Republicans are making counter-offers on infrastructure spending that are predictably inadequate in the actual spending department, but their proposal for paying for their offers is something only a Republican could write down with a straight face and call it serious.
Democrats intend to pay for their proposals by raising taxes on the rich, of course, but Republicans are against raising taxes. And without new taxes, how do you pay for it?
Their big idea is to reappropriate money that was already allocated for state governments in the American Rescue Plan.
[Senator Roger Wicker] said the Republican plan would largely be paid for by repurposing Covid relief money for state governments that was authorized by the $1.9 trillion pandemic-relief bill enacted in March. Additionally, he indicated the GOP offer would count the money spent in the China bill toward the total.
That may be a non-starter for the White House, however, which has proposed corporate tax increases to pay for its plan.

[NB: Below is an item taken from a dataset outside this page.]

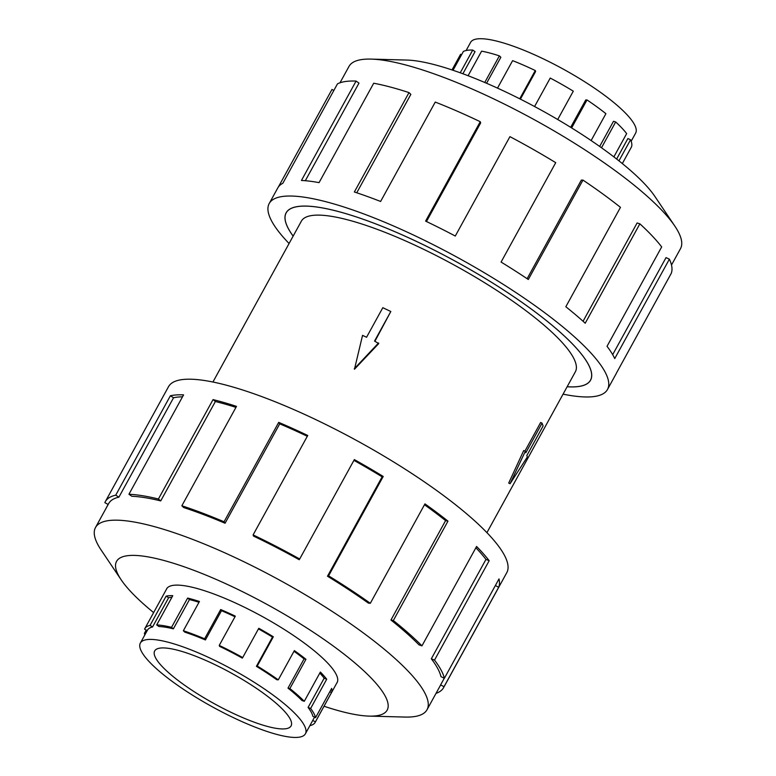 <?xml version="1.0" encoding="UTF-8"?>
<svg xmlns="http://www.w3.org/2000/svg" width="776" height="776" viewBox="0 0 776 776"><rect width="100%" height="100%" fill="white"/><g stroke="black" fill="none" stroke-linecap="round" stroke-linejoin="round"><path stroke-width="1.16" d="M567.149 386.729A173.64 39.091 -151.2 0 0 590.517 380.153A173.64 39.091 -151.2 0 0 419.166 242.713A173.64 39.091 -151.2 0 0 286.179 212.847A173.64 39.091 -151.2 0 0 293.153 236.098M486.921 532.656L575.346 371.82A156.335 35.192 -151.2 0 0 421.077 248.077A156.335 35.192 -151.2 0 0 301.35 221.189L212.925 382.025M231.481 712.533A77.823 17.518 28.8 0 1 154.686 650.938A77.823 17.518 28.8 0 1 214.283 664.324A77.823 17.518 28.8 0 1 291.078 725.919A77.823 17.518 28.8 0 1 231.481 712.533M212.478 659.26A94.168 21.204 -151.2 0 0 140.359 643.062A94.168 21.204 -151.2 0 0 233.285 717.596A94.168 21.204 -151.2 0 0 247.457 723.998A94.168 21.204 -151.2 0 0 305.405 733.795A94.168 21.204 -151.2 0 0 212.478 659.26M234.982 616.774A94.168 21.204 -151.2 0 0 221.49 610.693L220.694 609.548A97.223 21.883 28.8 0 1 235.322 616.154L219.239 645.409A97.223 21.883 28.8 0 1 242.704 657.553L242.306 658.116A94.168 21.204 28.8 0 0 219.579 646.35L219.239 645.409M147.217 630.607L144.559 629.161A97.223 21.883 28.8 0 1 144.782 628.686A97.223 21.883 28.8 0 1 150.049 625.398L166.132 596.143A97.223 21.883 28.8 0 1 172.776 595.687L156.694 624.942A97.223 21.883 28.8 0 1 171.544 627.328L187.627 598.073A97.223 21.883 28.8 0 1 199.432 601.487L183.349 630.742L184.814 632.149A94.168 21.204 28.8 0 1 205.407 639.957L221.49 610.693M198.995 602.273A94.168 21.204 -151.2 0 0 189.46 599.576L187.627 598.073M156.694 624.942L158.993 626.533A94.168 21.204 28.8 0 1 173.378 628.841L189.46 599.576M171.903 597.287A94.168 21.204 -151.2 0 0 168.635 597.714L166.132 596.143M140.359 643.062L147.459 630.151A94.168 21.204 28.8 0 1 152.552 626.969L168.635 597.714M144.84 634.923A97.223 21.883 28.8 0 1 144.385 633.391L146.218 630.063M183.349 630.742A97.223 21.883 28.8 0 1 204.612 638.803L220.694 609.548M466.124 50.518L470.595 42.37A94.168 21.204 28.8 0 1 542.715 58.569A94.168 21.204 28.8 0 1 635.641 133.103L631.16 141.251M519.736 98.804L535.275 70.538L535.615 71.479L520.405 99.144M591.128 140.553L605.91 113.674A97.223 21.883 -151.2 0 0 587.015 99.949L585.725 99.968L570.68 127.332M613.865 156.888L626.659 133.608A97.223 21.883 -151.2 0 0 615.678 121.968L613.496 121.298L599.664 146.451M622.333 163.571L631.441 147.004A97.223 21.883 -151.2 0 0 630.548 139.777L627.891 138.545L616.639 159.031M630.548 139.777L618.957 160.855M615.678 121.968L601.507 147.76M587.015 99.949L571.631 127.924M557.711 119.514L573.299 91.17A97.223 21.883 -151.2 0 0 550.232 78.056L534.577 106.525M336.658 683.278A97.281 21.903 -151.2 0 0 337.094 682.618A97.281 21.903 -151.2 0 0 241.094 605.62A97.281 21.903 -151.2 0 0 166.597 588.887A97.281 21.903 -151.2 0 0 166.277 589.605M324.029 706.247A154.405 34.765 -151.2 0 0 369.143 716.112L404.946 717.063A189.15 42.583 -151.2 0 0 427.013 709.749A189.15 42.583 -151.2 0 0 240.356 560.039A189.15 42.583 -151.2 0 0 95.506 527.505A189.15 42.583 -151.2 0 0 101.152 550.048L121.143 579.769A154.405 34.765 -151.2 0 0 153.638 612.584M369.143 716.112A154.405 34.765 -151.2 0 0 365.835 672.743A154.405 34.765 -151.2 0 0 234.779 587.927A154.405 34.765 -151.2 0 0 121.143 579.769M443.562 687.662L506.786 572.649A193.011 43.446 -151.2 0 0 316.327 419.884A193.011 43.446 -151.2 0 0 168.518 386.69L105.293 501.694A193.011 43.446 28.8 0 1 115.731 495.166L170.381 395.77A193.011 43.446 28.8 0 1 183.582 394.868L128.932 494.264L131.842 496.271A189.15 42.583 28.8 0 1 160.729 500.908L158.411 498.997L213.051 399.601A193.011 43.446 28.8 0 1 236.496 406.372L181.846 505.777L183.699 507.553A189.15 42.583 28.8 0 1 225.069 523.237L224.06 521.782L278.71 422.377A193.011 43.446 28.8 0 1 307.742 435.491L253.102 534.897A193.011 43.446 28.8 0 1 299.691 559.001L354.341 459.596A193.011 43.446 28.8 0 1 383.218 476.454L328.578 575.85A193.011 43.446 28.8 0 1 370.317 603.292L424.957 503.886A193.011 43.446 28.8 0 1 447.965 521.142L393.325 620.538A193.011 43.446 28.8 0 1 421.95 645.865L476.59 546.469A193.011 43.446 28.8 0 1 489.171 560.708L434.521 660.104A193.011 43.446 28.8 0 1 444.367 678.311L499.007 578.915A193.011 43.446 28.8 0 1 498.658 587.306L444.017 686.712A193.011 43.446 28.8 0 1 443.562 687.662A193.011 43.446 28.8 0 1 436.005 693.375M444.017 686.712L440.623 684.868A189.15 42.583 28.8 0 1 440.176 685.8L427.013 709.749M440.623 684.868L444.26 678.263M434.521 660.104L431.32 658.795A189.15 42.583 28.8 0 1 440.962 676.643L444.367 678.311M431.32 658.795L485.97 559.399A189.15 42.583 -151.2 0 0 475.882 547.759M393.325 620.538L390.949 620.024A189.15 42.583 28.8 0 1 419.001 644.846L421.95 645.865M390.949 620.024L445.589 520.618A189.15 42.583 -151.2 0 0 424.491 504.749M328.578 575.85L327.491 576.228A189.15 42.583 28.8 0 1 368.396 603.117L370.317 603.292M327.491 576.228L382.131 476.833A189.15 42.583 -151.2 0 0 353.914 460.362M253.102 534.897L253.529 536.09A189.15 42.583 28.8 0 1 299.187 559.709L299.691 559.001M339.995 82.799L348.987 66.426A189.15 42.583 28.8 0 1 371.054 59.102A189.15 42.583 28.8 0 1 493.837 98.959A189.15 42.583 28.8 0 1 674.848 226.117A189.15 42.583 28.8 0 1 680.494 248.669L671.492 265.043M371.054 59.102L406.857 60.062A154.405 34.765 28.8 0 1 507.097 92.596A154.405 34.765 28.8 0 1 654.857 196.396L674.848 226.117M289.079 243.519A193.011 43.446 28.8 0 1 269.214 203.516A193.011 43.446 28.8 0 1 417.022 236.719A193.011 43.446 28.8 0 1 607.482 389.484A193.011 43.446 28.8 0 1 563.075 394.15M527.137 278.7L581.331 180.119L582.96 180.09L528.32 279.496A193.011 43.446 -151.2 0 0 501.083 262.065L555.723 162.669A193.011 43.446 -151.2 0 0 509.929 136.644L455.289 236.04A193.011 43.446 -151.2 0 0 425.607 221.111L480.247 121.706A193.011 43.446 -151.2 0 0 435.249 102.073L380.609 201.469A193.011 43.446 -151.2 0 0 354.351 191.992L409 92.596A193.011 43.446 -151.2 0 0 373.702 83.236L319.062 182.632A193.011 43.446 -151.2 0 0 301.437 180.478L356.087 81.082A193.011 43.446 -151.2 0 0 337.482 83.856L282.842 183.262A193.011 43.446 -151.2 0 0 277.798 187.908L269.214 203.516M278.351 187.016L331.983 89.463L333.845 90.472M293.144 236.127A173.708 39.101 28.8 0 1 286.131 212.818A173.708 39.101 28.8 0 1 419.156 242.694A173.708 39.101 28.8 0 1 590.565 380.182A173.708 39.101 28.8 0 1 567.13 386.758M356.087 81.082L358.997 83.09L305.317 180.721M409 92.596L410.853 94.371L356.747 192.787M480.247 121.706L480.674 122.909L426.46 221.519M607.482 389.484L616.066 373.877A193.011 43.446 -151.2 0 0 616.522 372.926L671.162 273.53A193.011 43.446 -151.2 0 0 669.387 259.165L614.737 358.57A193.011 43.446 -151.2 0 0 607.026 346.319L661.676 246.923A193.011 43.446 -151.2 0 0 639.87 223.818L585.22 323.223A193.011 43.446 -151.2 0 0 565.83 306.753L620.47 207.357A193.011 43.446 -151.2 0 0 582.96 180.09M612.681 354.651L666.031 257.613L669.387 259.165M583.067 321.264L637.106 222.974L639.87 223.818M382.131 476.833L383.218 476.454M445.589 520.618L447.965 521.142M485.97 559.399L489.171 560.708M495.369 585.521L498.658 587.306M104.547 511.074L108.126 504.429M105.293 501.694A193.011 43.446 28.8 0 0 104.838 502.644L108.174 504.458M95.506 527.505L108.679 503.556A189.15 42.583 28.8 0 1 118.903 497.154L115.731 495.166M118.903 497.154L173.552 397.758L170.381 395.77M182.506 396.817A189.15 42.583 -151.2 0 0 173.552 397.758M160.729 500.908L215.369 401.512L213.051 399.601M235.943 407.381A189.15 42.583 -151.2 0 0 215.369 401.512M128.932 494.264A193.011 43.446 28.8 0 1 158.411 498.997M225.069 523.237L279.719 423.841L278.71 422.377M307.315 436.277A189.15 42.583 -151.2 0 0 279.719 423.841M181.846 505.777A193.011 43.446 28.8 0 1 224.06 521.782M535.275 70.538A97.223 21.883 -151.2 0 0 512.616 60.644L497.513 88.115M486.571 83.255L500.85 57.278L499.385 55.872A97.223 21.883 -151.2 0 0 481.605 51.158L468.103 75.718M462.884 73.759L475.038 51.662L472.73 50.071A97.223 21.883 -151.2 0 0 463.369 51.468L453.029 70.276M461.536 54.805L460.595 54.291L452.001 69.927M484.757 82.479L499.385 55.872M460.246 72.789L472.73 50.071M144.385 633.391L145.403 633.895M150.049 625.398L152.552 626.969M171.544 627.328L173.378 628.841M204.612 638.803L205.407 639.957M278.283 679.854L276.77 679.718A94.168 21.204 28.8 0 0 256.4 666.332L257.254 666.041A97.223 21.883 28.8 0 1 278.283 679.854L294.366 650.598A97.223 21.883 28.8 0 1 305.957 659.29L289.875 688.545A97.223 21.883 28.8 0 1 304.289 701.31L301.961 700.495A94.168 21.204 28.8 0 0 287.993 688.137L289.875 688.545M315.58 717.645L312.893 716.326A94.168 21.204 28.8 0 0 308.091 707.44L310.623 708.478A97.223 21.883 28.8 0 1 315.58 717.645L331.662 688.39A97.223 21.883 28.8 0 1 331.488 692.619L315.405 721.884A97.223 21.883 28.8 0 1 315.172 722.359A97.223 21.883 28.8 0 1 309.915 725.647L309.896 725.628M305.405 733.795L312.505 720.885A94.168 21.204 28.8 0 0 312.728 720.429L315.405 721.884M304.289 701.31L320.372 672.045A97.223 21.883 28.8 0 1 326.706 679.223L310.623 708.478M242.704 657.553L258.796 628.288A97.223 21.883 28.8 0 1 273.336 636.786L257.254 666.041M256.4 666.332L272.483 637.077A94.168 21.204 -151.2 0 0 258.457 628.89M272.483 637.077L273.336 636.786M287.993 688.137L304.076 658.882A94.168 21.204 -151.2 0 0 293.997 651.277M304.076 658.882L305.957 659.29M308.091 707.44L324.174 678.185A94.168 21.204 -151.2 0 0 319.809 673.073M324.174 678.185L326.706 679.223M329.829 691.726L331.488 692.619M312.728 720.429L314.532 717.131M390.813 311.506L382.82 307.684L366.553 337.269L362.557 335.358L354.467 369.24L378.746 343.564L374.546 341.081L390.813 311.506L374.915 341.256M354.293 368.755L378.542 342.992M524.906 451.128L540.659 422.474L542.085 423.162L543.093 425.985L526.836 455.56L527.331 456.977L510.065 483.729L525.323 451.322L525.827 452.738L542.085 423.162M510.065 483.729L508.697 483.079L523.713 450.555L525.323 451.322M591.021 379.241L590.517 380.153M167.024 588.227L144.782 628.686M337.415 681.9L315.172 722.359M286.683 211.935L286.179 212.847"/></g></svg>

“We hope to move forward with Republicans” on infrastructure, Senate Majority Leader Chuck Schumer said on Tuesday. At the same time, he said the Democrats wouldn’t let the GOP “stand in our way.” Schumer said the plan, one way or another, is “to move forward in July.”
You know, legally speaking, state governments might have something to say about it if the federal government suddenly tried to take back money that was already appropriated for them. State governments have already made plans for that money. Here in Ohio, the state government is already using COVID relief money to fund vaccine drives including a lottery program.
The White House and congressional Democrats aren't going to even entertain this idea and, when they don't, Republicans are going to claim they tried to meets Democrats halfway only to be rejected. But they didn't. It's smoke and mirrors. Almost half of their counteroffer includes spending already authorized or planned and the other half is funded by stealing from states. It's a joke.
The GOP's new offer is designed to garner positive headlines across political media while not actually conceding much ground beyond their original offer. They're using clever accounting to make their offer appear $500 billion bigger than it actually is.